Electors will sign certificates showing their votes, which are sent to government officials including Vice President Mike Pence. Those certificates are paired with ones signed by governors showing the popular vote tallies, which have already been certified by all 50 states and the District of Columbia.
WHAT HAPPENS NEXT?
Electoral votes will be officially tallied by a newly seated Congress on Jan. 6, in a special joint session that Pence will preside over.
At that point, the election is officially decided. Biden would be sworn in as president during an inauguration ceremony at noon on Jan. 20 – a time set in the Constitution.
CAN ELECTORS DEFY THE POPULAR VOTE?
Yes, but that is a rare occurrence.
In 2016, seven of the 538 electors cast ballots for someone other than their state’s popular vote winner, an unusually high number.
Thirty-two states and the District of Columbia have laws intended to control rogue electors, or “faithless electors.” Some provide a financial penalty for a rogue vote, while others call for the vote to be canceled and the elector replaced.
It would be nearly impossible for faithless electors to hand a last-minute victory to Trump.
Biden, a Democrat, won 306 electoral votes to Trump’s 232, so the Republican president would need 38 electors to defect.
COULD CONGRESS REFUSE TO ACCEPT BIDEN’S ELECTORAL VOTES?
It is theoretically possible, but such a move is extremely unlikely to work because Democrats control the House of Representatives.

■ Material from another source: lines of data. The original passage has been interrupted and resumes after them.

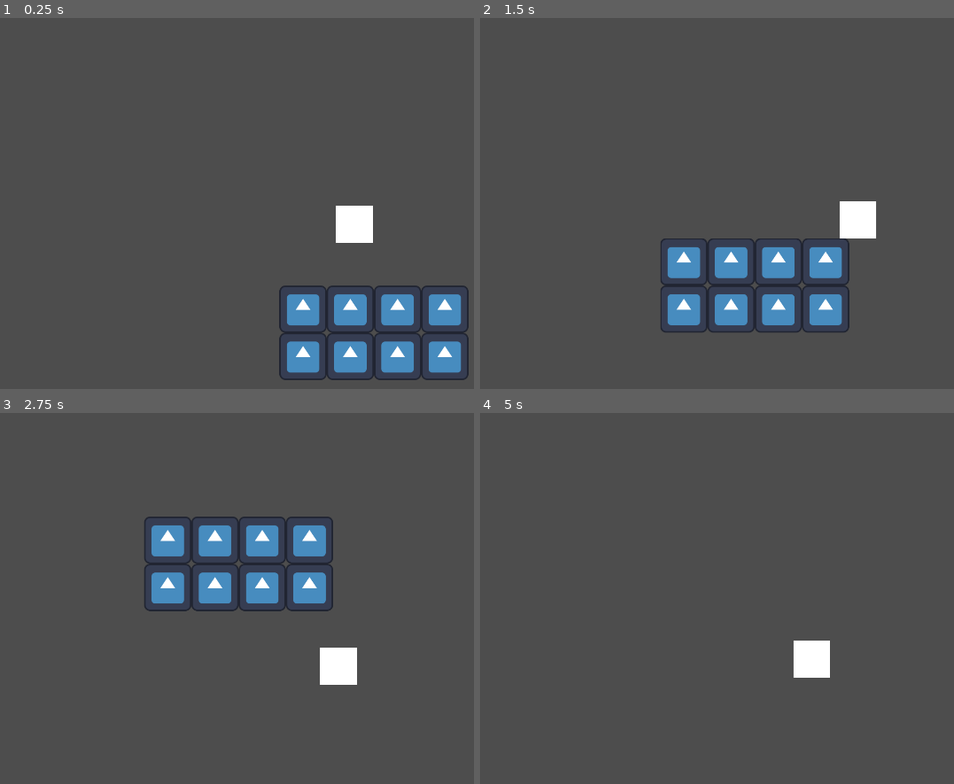
Above: before the commit, frames 1-4 (two rows, left to right).
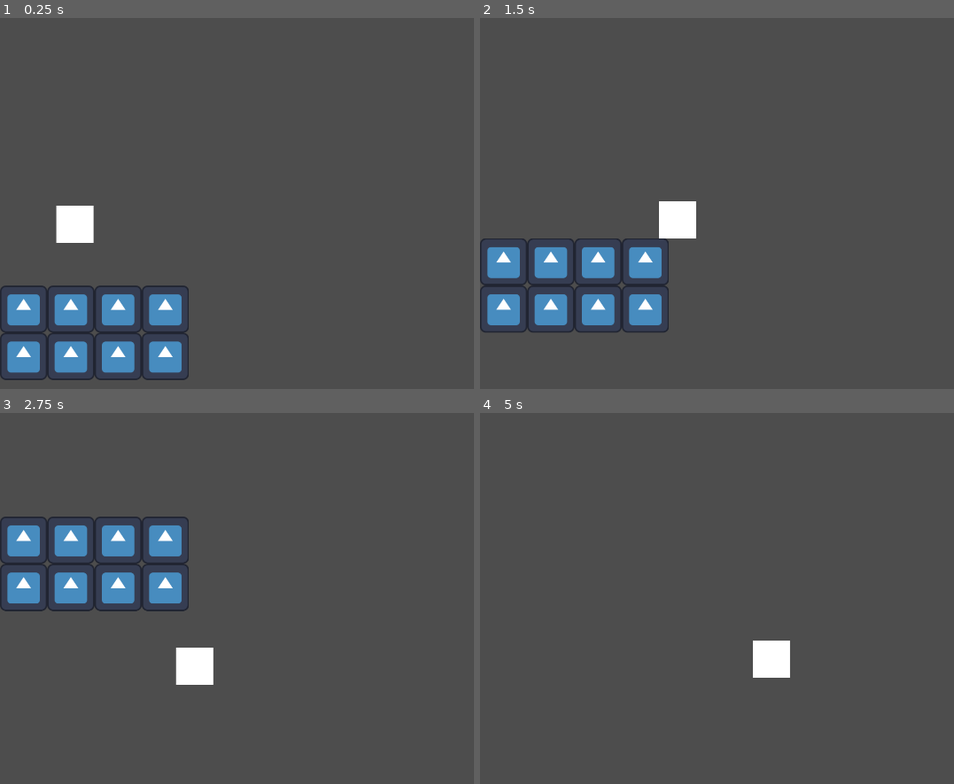
Above: after the commit, the same moments.

Repository: LitheFulminare/Operation-Venulysian
Game: Godot game, scene res://Game scenes/Prototyping.tscn
The game is run twice, just before and just after one commit, with the same random seed, the same clock (stepped at 60 frames per second) and the same inputs. The engine's default icon, where the game draws it, is replaced by a stand-in: a white triangle on a blue panel in a dark square.
Inputs:
- Up to frame 1 (0.25 s): no input
- Up to frame 2 (1.5 s): hold D (Right) from 0.53 s (still down); tap W (Up) at 0.77 s
- Up to frame 3 (2.75 s): tap W (Up) at 1.52 s; release D (Right) at 2.03 s; hold A (Left) from 2.03 s (still down)
- Up to frame 4 (5 s): release A (Left) at 2.78 s; hold D (Right) 2.78-4.28 s; tap W (Up) at 3.02, 3.77, 4.52 s; hold A (Left) from 4.28 s (still down)

The runs differ from the first frame. In frame 1, 14% of the frame differs, in the area x 0-99%, y 50-98%; in frame 2, 13%; in frame 3, 11%; in frame 4, 1.6%.

Commit message:
camera smoothing & PlayerVars autoload

Diff:
--- a/Operation Venulysian/Player/player.tscn
+++ b/Operation Venulysian/Player/player.tscn
@@ -16,6 +16,8 @@
 
 [node name="Camera2D" type="Camera2D" parent="."]
 process_callback = 0
+limit_left = 0
+limit_top = 0
 position_smoothing_enabled = true
 
 [node name="ColorRect" type="ColorRect" parent="."]
--- /dev/null
+++ b/Operation Venulysian/Player/player_vars.gd
@@ -0,0 +1,11 @@
+extends Node
+
+
+# Called when the node enters the scene tree for the first time.
+func _ready() -> void:
+	pass # Replace with function body.
+
+
+# Called every frame. 'delta' is the elapsed time since the previous frame.
+func _process(delta: float) -> void:
+	pass
--- a/Operation Venulysian/project.godot
+++ b/Operation Venulysian/project.godot
@@ -14,6 +14,10 @@
 run/main_scene="uid://d0jw7un8xrfh"
 config/features=PackedStringArray("4.4", "Forward Plus")
 config/icon="res://icon.svg"
+
+[autoload]
+
+PlayerVars="*res://Player/player_vars.gd"
 
 [display]
 
Not shown, added: Operation Venulysian/Player/player_vars.gd.uid

A U.S. law called the Electoral Count Act allows individual members of the House and Senate to challenge the results during the Jan. 6 special session – a rarely used procedure.
Any objection to a state’s results must be backed by at least one House member and one senator.
The two chambers would then separate to debate the objections before voting on whether to reject the state’s results.
An objection must pass in both chambers by a simple majority. If the vote followed party lines, Republicans would fail to block Biden’s victory because Democrats control the House.
Trump would face roadblocks even in the Senate, which is currently controlled by his party. Several Republican senators have called Biden the president-elect, and Republican Senator Mitt Romney, his party’s 2012 presidential nominee, told reporters it would be “madness” for Congress to override the Electoral College.